## Instructions for the task
Please return the lines below verbatim, beginning at the one that has "extends Area2D" and stopping after the one that has "and destroy it", and add no other lines.

## Entries provided
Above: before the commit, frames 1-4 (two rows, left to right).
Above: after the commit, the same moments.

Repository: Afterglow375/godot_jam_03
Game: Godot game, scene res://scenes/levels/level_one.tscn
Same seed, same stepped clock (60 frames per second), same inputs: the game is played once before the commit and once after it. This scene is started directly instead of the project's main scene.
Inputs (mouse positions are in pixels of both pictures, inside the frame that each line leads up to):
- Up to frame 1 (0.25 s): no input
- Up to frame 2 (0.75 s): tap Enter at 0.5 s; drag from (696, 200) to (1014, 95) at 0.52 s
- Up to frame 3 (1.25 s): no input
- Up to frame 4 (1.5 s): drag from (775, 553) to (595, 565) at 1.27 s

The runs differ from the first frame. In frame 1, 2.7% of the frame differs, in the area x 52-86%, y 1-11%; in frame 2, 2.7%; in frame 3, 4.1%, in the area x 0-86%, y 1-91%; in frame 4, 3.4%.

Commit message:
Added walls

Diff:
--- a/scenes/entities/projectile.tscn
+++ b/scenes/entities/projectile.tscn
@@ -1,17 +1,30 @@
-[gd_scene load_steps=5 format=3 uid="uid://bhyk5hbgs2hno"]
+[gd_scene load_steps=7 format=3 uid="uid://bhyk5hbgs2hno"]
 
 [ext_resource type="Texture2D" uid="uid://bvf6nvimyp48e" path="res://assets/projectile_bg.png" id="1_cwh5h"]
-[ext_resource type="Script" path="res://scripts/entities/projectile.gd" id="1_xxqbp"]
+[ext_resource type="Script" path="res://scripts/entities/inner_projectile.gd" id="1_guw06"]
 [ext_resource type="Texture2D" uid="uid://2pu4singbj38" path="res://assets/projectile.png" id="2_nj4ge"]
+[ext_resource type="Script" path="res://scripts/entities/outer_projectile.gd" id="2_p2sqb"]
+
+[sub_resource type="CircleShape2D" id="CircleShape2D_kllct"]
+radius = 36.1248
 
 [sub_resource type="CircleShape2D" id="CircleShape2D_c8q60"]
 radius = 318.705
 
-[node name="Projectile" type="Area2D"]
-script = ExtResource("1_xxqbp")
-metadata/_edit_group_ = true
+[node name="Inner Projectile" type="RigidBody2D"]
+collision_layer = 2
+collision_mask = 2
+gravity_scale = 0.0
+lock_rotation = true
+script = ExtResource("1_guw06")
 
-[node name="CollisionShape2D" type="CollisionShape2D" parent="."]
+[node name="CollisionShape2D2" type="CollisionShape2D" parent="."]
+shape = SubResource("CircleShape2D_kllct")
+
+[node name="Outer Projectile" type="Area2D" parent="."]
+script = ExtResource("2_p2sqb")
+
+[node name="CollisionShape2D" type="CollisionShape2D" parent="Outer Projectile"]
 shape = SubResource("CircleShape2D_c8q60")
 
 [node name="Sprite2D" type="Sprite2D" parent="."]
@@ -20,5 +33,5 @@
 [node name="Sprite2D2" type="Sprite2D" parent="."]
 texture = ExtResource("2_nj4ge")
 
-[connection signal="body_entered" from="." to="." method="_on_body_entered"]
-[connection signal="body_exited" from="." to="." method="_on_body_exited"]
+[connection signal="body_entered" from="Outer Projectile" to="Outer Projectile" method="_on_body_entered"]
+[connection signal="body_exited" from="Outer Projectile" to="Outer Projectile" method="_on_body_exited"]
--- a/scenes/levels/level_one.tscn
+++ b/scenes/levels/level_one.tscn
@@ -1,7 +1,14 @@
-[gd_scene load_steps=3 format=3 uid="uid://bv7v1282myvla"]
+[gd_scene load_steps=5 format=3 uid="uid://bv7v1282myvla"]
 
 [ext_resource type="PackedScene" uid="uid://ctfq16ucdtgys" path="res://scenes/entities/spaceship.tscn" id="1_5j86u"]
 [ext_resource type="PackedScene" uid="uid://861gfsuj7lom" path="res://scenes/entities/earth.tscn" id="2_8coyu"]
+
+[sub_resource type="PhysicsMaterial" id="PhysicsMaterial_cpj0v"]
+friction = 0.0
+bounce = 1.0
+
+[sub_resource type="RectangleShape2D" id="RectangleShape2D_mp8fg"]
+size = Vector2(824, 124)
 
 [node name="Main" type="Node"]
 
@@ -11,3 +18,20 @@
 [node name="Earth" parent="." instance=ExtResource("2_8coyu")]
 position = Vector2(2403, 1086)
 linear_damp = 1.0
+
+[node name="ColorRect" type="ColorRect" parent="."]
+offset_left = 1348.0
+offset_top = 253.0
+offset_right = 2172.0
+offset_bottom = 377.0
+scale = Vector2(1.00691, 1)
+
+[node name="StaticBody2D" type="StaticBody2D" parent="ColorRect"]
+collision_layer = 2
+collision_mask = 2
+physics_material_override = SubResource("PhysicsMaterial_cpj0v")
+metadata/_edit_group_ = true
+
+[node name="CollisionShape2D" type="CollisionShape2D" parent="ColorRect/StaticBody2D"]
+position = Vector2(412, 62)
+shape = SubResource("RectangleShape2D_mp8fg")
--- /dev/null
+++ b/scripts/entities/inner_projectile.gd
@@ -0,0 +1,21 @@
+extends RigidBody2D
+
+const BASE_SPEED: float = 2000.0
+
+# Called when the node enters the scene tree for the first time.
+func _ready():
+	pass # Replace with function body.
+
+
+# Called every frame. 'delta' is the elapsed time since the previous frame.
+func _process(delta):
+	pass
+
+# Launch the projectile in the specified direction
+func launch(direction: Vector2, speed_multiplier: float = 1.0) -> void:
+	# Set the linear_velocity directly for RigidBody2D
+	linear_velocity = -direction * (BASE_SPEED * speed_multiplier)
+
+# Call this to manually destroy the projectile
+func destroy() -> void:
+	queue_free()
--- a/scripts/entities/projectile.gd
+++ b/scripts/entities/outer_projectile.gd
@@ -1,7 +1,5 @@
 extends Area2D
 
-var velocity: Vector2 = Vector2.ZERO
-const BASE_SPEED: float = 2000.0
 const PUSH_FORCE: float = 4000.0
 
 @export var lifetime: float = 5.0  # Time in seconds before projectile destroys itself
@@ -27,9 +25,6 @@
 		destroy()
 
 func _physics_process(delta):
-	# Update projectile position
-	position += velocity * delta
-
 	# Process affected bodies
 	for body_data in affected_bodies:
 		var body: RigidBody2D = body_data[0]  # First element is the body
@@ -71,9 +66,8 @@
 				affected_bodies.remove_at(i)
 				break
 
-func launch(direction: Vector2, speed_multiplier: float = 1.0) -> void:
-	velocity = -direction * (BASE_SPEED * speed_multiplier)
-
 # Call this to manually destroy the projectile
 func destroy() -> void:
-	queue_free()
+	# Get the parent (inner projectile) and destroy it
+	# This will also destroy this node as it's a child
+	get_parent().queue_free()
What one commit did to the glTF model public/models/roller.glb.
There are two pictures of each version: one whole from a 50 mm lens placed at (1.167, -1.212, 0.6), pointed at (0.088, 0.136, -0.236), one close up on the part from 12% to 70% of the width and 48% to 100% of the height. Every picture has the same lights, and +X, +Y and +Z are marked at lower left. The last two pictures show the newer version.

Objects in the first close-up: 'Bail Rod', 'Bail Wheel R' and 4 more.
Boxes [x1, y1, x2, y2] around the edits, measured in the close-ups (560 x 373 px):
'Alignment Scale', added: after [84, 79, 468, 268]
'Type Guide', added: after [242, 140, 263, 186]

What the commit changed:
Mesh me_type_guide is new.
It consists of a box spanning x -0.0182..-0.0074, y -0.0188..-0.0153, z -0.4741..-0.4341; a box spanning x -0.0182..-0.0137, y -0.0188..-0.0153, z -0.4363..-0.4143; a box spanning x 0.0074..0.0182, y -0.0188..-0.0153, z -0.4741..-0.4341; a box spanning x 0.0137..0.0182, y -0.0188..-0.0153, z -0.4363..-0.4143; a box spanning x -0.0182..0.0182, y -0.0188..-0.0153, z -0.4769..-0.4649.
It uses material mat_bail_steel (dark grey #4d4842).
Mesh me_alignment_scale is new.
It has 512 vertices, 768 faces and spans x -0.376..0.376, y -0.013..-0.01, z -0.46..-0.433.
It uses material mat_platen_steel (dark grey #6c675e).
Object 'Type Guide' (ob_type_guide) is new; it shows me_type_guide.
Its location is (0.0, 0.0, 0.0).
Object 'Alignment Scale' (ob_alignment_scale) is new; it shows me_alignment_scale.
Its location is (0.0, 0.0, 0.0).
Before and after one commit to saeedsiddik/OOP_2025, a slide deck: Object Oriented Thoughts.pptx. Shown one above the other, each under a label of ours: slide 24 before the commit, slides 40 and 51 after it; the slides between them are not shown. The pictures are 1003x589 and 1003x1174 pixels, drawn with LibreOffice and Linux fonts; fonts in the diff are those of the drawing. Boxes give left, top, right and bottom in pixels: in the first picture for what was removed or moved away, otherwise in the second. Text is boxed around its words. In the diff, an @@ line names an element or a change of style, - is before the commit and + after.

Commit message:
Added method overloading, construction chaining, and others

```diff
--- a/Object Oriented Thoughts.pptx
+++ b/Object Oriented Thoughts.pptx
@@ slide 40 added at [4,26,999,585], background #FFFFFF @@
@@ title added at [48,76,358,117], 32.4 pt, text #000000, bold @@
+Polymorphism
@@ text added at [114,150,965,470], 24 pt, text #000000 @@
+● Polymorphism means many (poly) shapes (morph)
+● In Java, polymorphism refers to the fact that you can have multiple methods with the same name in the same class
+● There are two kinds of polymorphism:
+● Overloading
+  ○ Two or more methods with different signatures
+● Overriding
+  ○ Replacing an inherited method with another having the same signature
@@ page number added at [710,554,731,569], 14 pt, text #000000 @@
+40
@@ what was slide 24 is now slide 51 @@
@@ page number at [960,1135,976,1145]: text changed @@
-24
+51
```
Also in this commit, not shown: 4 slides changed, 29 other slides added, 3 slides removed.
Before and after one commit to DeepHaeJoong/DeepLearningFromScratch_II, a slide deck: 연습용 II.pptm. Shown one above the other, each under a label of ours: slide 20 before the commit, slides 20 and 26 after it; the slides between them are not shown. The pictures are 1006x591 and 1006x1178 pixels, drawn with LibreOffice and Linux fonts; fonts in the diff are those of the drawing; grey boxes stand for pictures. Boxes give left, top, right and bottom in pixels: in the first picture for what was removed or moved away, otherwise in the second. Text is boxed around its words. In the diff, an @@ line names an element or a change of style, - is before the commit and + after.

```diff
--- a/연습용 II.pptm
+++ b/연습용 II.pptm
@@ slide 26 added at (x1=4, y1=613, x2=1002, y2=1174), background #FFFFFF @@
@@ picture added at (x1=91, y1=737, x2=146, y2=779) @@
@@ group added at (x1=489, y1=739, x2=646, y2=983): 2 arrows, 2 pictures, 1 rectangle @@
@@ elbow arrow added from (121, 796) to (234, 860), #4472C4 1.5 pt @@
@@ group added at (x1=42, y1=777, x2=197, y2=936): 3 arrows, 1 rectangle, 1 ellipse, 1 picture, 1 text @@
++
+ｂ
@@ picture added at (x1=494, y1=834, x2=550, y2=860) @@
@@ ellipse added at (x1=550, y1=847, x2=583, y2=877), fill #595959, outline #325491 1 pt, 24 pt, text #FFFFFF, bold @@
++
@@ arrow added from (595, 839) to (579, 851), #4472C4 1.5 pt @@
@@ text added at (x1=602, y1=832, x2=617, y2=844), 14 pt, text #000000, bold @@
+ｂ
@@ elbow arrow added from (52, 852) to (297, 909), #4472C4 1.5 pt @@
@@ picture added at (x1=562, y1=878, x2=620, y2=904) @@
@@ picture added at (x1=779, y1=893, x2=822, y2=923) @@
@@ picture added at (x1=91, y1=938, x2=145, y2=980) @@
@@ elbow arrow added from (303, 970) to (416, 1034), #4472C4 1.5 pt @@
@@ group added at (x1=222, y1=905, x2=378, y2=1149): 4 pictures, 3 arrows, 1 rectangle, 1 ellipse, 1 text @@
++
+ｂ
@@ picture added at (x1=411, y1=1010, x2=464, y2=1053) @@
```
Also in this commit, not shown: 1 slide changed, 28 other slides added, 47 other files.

## Answer for the task
 extends Area2D
 
-var velocity: Vector2 = Vector2.ZERO
-const BASE_SPEED: float = 2000.0
 const PUSH_FORCE: float = 4000.0
 
 @export var lifetime: float = 5.0  # Time in seconds before projectile destroys itself
@@ -27,9 +25,6 @@
 		destroy()
 
 func _physics_process(delta):
-	# Update projectile position
-	position += velocity * delta
-
 	# Process affected bodies
 	for body_data in affected_bodies:
 		var body: RigidBody2D = body_data[0]  # First element is the body
@@ -71,9 +66,8 @@
 				affected_bodies.remove_at(i)
 				break
 
-func launch(direction: Vector2, speed_multiplier: float = 1.0) -> void:
-	velocity = -direction * (BASE_SPEED * speed_multiplier)
-
 # Call this to manually destroy the projectile
 func destroy() -> void:
-	queue_free()
+	# Get the parent (inner projectile) and destroy it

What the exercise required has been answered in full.